◆ EXERCISE BRIEF ◆
Only the lines that hold the word "allowed" are wanted from this listing.

RECORDS FOR THIS TASK: Begin

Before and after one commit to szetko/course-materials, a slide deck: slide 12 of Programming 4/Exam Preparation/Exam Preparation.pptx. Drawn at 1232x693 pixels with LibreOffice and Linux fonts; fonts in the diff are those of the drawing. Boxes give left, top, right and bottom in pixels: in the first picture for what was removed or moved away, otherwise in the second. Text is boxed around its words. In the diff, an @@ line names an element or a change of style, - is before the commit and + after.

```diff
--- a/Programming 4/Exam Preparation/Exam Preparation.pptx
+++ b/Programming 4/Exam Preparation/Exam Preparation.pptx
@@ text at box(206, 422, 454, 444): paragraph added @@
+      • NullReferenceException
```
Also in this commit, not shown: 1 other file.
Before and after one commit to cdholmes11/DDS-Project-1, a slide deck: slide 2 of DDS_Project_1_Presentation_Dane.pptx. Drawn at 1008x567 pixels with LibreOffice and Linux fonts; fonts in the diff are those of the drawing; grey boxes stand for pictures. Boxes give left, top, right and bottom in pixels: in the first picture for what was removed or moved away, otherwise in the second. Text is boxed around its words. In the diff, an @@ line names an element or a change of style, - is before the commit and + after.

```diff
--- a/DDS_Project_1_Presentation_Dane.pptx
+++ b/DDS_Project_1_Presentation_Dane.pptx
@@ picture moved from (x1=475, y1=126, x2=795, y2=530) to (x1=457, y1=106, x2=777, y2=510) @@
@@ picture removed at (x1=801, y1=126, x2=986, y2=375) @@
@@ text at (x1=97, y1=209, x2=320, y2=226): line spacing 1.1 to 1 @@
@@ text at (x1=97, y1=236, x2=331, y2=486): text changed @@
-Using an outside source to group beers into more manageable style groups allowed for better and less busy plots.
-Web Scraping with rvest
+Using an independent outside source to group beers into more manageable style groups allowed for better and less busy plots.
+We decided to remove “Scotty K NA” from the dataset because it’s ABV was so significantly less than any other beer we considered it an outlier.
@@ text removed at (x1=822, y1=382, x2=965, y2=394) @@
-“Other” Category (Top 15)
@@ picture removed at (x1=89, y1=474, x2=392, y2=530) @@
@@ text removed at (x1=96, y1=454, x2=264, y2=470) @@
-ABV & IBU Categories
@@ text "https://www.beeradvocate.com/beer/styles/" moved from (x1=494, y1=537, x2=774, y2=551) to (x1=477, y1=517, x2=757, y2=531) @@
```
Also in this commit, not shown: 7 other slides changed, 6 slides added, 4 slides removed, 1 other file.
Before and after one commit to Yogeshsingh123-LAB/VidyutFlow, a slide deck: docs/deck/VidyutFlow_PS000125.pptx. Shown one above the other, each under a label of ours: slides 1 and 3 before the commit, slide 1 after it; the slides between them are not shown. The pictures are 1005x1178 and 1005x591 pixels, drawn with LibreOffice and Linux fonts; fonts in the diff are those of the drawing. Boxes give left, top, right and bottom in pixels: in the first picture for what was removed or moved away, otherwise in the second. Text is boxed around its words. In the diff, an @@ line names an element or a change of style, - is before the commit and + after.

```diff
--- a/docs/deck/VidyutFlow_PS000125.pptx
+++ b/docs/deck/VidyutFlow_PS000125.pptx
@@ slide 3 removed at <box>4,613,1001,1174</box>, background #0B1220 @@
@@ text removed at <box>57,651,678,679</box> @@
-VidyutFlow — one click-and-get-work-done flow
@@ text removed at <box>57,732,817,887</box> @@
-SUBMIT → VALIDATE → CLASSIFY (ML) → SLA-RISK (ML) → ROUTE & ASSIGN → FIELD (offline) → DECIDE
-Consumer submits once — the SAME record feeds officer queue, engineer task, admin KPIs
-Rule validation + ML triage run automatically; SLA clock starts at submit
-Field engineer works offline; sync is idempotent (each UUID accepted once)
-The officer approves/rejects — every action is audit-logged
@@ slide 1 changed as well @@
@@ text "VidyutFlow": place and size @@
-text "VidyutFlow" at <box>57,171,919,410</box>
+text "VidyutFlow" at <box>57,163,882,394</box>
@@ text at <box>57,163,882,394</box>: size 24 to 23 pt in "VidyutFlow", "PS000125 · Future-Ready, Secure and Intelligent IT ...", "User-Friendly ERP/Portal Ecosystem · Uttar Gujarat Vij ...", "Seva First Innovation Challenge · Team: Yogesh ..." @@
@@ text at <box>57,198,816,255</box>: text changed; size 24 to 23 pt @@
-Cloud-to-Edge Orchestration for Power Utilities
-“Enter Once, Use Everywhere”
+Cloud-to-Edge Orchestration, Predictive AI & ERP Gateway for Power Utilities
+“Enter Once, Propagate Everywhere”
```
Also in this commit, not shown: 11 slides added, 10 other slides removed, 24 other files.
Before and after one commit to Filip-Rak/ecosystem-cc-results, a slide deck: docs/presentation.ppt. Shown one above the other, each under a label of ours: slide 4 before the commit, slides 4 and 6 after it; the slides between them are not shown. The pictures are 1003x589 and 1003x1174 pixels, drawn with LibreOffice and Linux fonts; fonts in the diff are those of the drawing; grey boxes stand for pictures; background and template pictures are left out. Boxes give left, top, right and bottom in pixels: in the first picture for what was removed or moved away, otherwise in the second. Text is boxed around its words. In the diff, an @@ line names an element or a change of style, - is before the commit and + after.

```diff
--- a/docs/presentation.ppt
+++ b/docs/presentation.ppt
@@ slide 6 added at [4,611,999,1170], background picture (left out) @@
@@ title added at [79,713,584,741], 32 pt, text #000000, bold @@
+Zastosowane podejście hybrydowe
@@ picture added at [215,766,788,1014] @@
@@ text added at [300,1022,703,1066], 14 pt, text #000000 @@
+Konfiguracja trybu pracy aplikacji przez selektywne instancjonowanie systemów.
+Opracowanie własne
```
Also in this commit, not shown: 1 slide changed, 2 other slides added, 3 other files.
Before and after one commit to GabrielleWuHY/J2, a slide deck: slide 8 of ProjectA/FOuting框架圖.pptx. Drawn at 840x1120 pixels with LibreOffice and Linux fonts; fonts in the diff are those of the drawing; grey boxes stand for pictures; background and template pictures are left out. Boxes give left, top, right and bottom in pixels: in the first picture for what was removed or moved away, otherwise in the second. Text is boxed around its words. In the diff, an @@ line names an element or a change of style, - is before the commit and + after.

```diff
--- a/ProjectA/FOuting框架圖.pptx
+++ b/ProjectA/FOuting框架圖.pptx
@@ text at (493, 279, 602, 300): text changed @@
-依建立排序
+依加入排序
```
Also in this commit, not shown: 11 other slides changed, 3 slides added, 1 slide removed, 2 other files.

RECORDS FOR THIS TASK: End

◆ ANSWER TO THE PROBLEM ◆
-Using an outside source to group beers into more manageable style groups allowed for better and less busy plots.
+Using an independent outside source to group beers into more manageable style groups allowed for better and less busy plots.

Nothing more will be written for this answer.